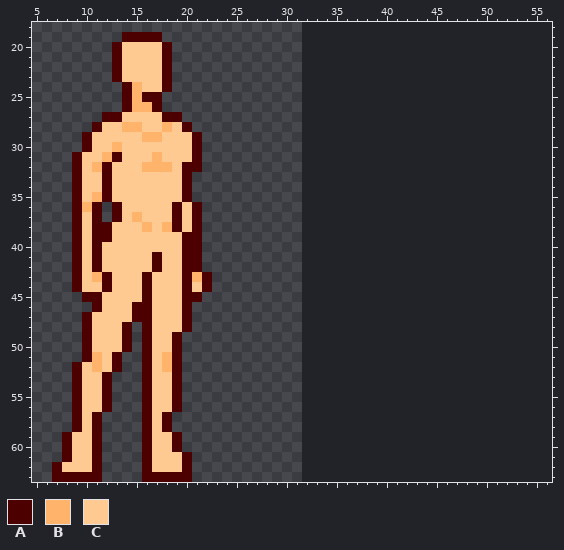
Two states of a pixel-art sprite, graphics/platformer/tiled_sprites.png. Above, as it was before the edit.
The file is 32x64 pixels. Shown: x 5..56, y 18..63. The old version is drawn lined up with the new one, on the new canvas.
Palette (. is transparent): A #4c0000  B #ffb36b  C #ffc992
Pixels before, first column x 7:
19 .......AAAA.....
20 ......ACCCCA....
21 ......ACCCCA....
22 ......ACCCCA....
23 ......ACCCCA....
24 .......ABCCA....
25 .......ABAA.....
26 .......ABBA.....
27 .....AACCCCAA...
28 ....ACCBBCCBCA..
29 ...ACCCCCBBCCCA.
30 ...ACCBCCCCCCCA.
31 ..ACCBACCCBCCCA.
32 ..ACBACCCBBBCAA.
33 ..ACCACCCCCCCA..
34 ..ACCACCCCCCCA..
35 ..ACBACCCCCCCA..
36 ..ABA.ACCCCCACA.
37 ..ACA.ACBCCCACA.
38 ..ACAACCCBCBACA.
39 ..ACAACCCCCCCAA.
40 ..ACACCCCCCCCAA.
41 ..ACACCCCCACCAA.
42 ..ACACCCCCACCAA.
43 ..ACBACCCACCCABA
44 ..ACCACCCACCCACA
45 ...AACCCCACCCAA.
46 ....ACCCAACCCA..
47 ...ACCCCAACCCA..
48 ...ACCCA.ACCCA..
49 ...ACCCA.ACCA...
50 ...ACCCA.ACCA...
51 ...ABCA..ACBA...
52 ..ACBCA..ACBA...
53 ..ACCA...ACCA...
54 ..ACCA...ACCA...
55 ..ACCA...ACCA...
56 ..ACCA...ACCA...
57 ..ACA....ACA....
58 ..ACA....ACA....
59 .ACCA....ACCA...
60 .ACCA....ACCA...
61 .ACCA....ACCCA..
62 ACCCA....ACCCA..
63 AAAAA....AAAAA..
New version:
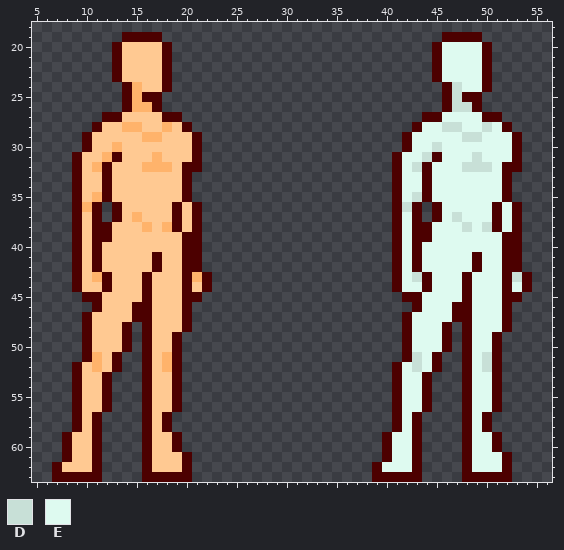
Colours new in this view: D #c8e0d7  E #defaf0
Changes in this commit:
{"change": "canvas 32x64 -> 64x64"}
{"y":19,"x":46,"old":"....","new":"AAAA"}
{"y":20,"x":45,"old":"......","new":"AEEEEA"}
{"y":21,"x":45,"old":"......","new":"AEEEEA"}
{"y":22,"x":45,"old":"......","new":"AEEEEA"}
{"y":23,"x":45,"old":"......","new":"AEEEEA"}
{"y":24,"x":46,"old":".....","new":"ADEEA"}
{"y":25,"x":46,"old":"....","new":"ADAA"}
{"y":26,"x":46,"old":"....","new":"ADDA"}
{"y":27,"x":44,"old":"........","new":"AAEEEEAA"}
{"y":28,"x":43,"old":"..........","new":"AEEDDEEDEA"}
{"y":29,"x":42,"old":"............","new":"AEEEEEDDEEEA"}
{"y":30,"x":42,"old":"............","new":"AEEDEEEEEEEA"}
{"y":31,"x":41,"old":".............","new":"AEEDAEEEDEEEA"}
{"y":32,"x":41,"old":".............","new":"AEDAEEEDDDEAA"}
{"y":33,"x":41,"old":"............","new":"AEEAEEEEEEEA"}
{"y":34,"x":41,"old":"............","new":"AEEAEEEEEEEA"}
{"y":35,"x":41,"old":"............","new":"AEDAEEEEEEEA"}
{"y":36,"x":41,"old":"...","new":"ADA"}
{"y":36,"x":45,"old":".........","new":"AEEEEEAEA"}
{"y":37,"x":41,"old":"...","new":"AEA"}
{"y":37,"x":45,"old":".........","new":"AEDEEEAEA"}
{"y":38,"x":41,"old":".............","new":"AEAAEEEDEDAEA"}
{"y":39,"x":41,"old":".............","new":"AEAAEEEEEEEAA"}
{"y":40,"x":41,"old":".............","new":"AEAEEEEEEEEAA"}
{"y":41,"x":41,"old":".............","new":"AEAEEEEEAEEAA"}
{"y":42,"x":41,"old":".............","new":"AEAEEEEEAEEAA"}
{"y":43,"x":41,"old":"..............","new":"AEDAEEEAEEEADA"}
{"y":44,"x":41,"old":"..............","new":"AEEAEEEAEEEAEA"}
{"y":45,"x":42,"old":"............","new":"AAEEEEAEEEAA"}
{"y":46,"x":43,"old":"..........","new":"AEEEAAEEEA"}
{"y":47,"x":42,"old":"...........","new":"AEEEEAAEEEA"}
{"y":48,"x":42,"old":".....","new":"AEEEA"}
{"y":48,"x":48,"old":".....","new":"AEEEA"}
{"y":49,"x":42,"old":".....","new":"AEEEA"}
{"y":49,"x":48,"old":"....","new":"AEEA"}
{"y":50,"x":42,"old":".....","new":"AEEEA"}
{"y":50,"x":48,"old":"....","new":"AEEA"}
{"y":51,"x":42,"old":"....","new":"ADEA"}
{"y":51,"x":48,"old":"....","new":"AEDA"}
{"y":52,"x":41,"old":".....","new":"AEDEA"}
{"y":52,"x":48,"old":"....","new":"AEDA"}
{"y":53,"x":41,"old":"....","new":"AEEA"}
{"y":53,"x":48,"old":"....","new":"AEEA"}
{"y":54,"x":41,"old":"....","new":"AEEA"}
{"y":54,"x":48,"old":"....","new":"AEEA"}
{"y":55,"x":41,"old":"....","new":"AEEA"}
{"y":55,"x":48,"old":"....","new":"AEEA"}
{"y":56,"x":41,"old":"....","new":"AEEA"}
{"y":56,"x":48,"old":"....","new":"AEEA"}
{"y":57,"x":41,"old":"...","new":"AEA"}
{"y":57,"x":48,"old":"...","new":"AEA"}
{"y":58,"x":41,"old":"...","new":"AEA"}
{"y":58,"x":48,"old":"...","new":"AEA"}
{"y":59,"x":40,"old":"....","new":"AEEA"}
{"y":59,"x":48,"old":"....","new":"AEEA"}
{"y":60,"x":40,"old":"....","new":"AEEA"}
{"y":60,"x":48,"old":"....","new":"AEEA"}
{"y":61,"x":40,"old":"....","new":"AEEA"}
{"y":61,"x":48,"old":".....","new":"AEEEA"}
{"y":62,"x":39,"old":".....","new":"AEEEA"}
{"y":62,"x":48,"old":".....","new":"AEEEA"}
{"y":63,"x":39,"old":".....","new":"AAAAA"}
{"y":63,"x":48,"old":".....","new":"AAAAA"}
{"label":"added","picture_box":[372,32,532,482]}

────────────────────────────────────────

> Required work: Pull every line containing the string "this" out of the data above and copy it.

> Problem solution:
Colours new in this view: D #c8e0d7  E #defaf0
Changes in this commit:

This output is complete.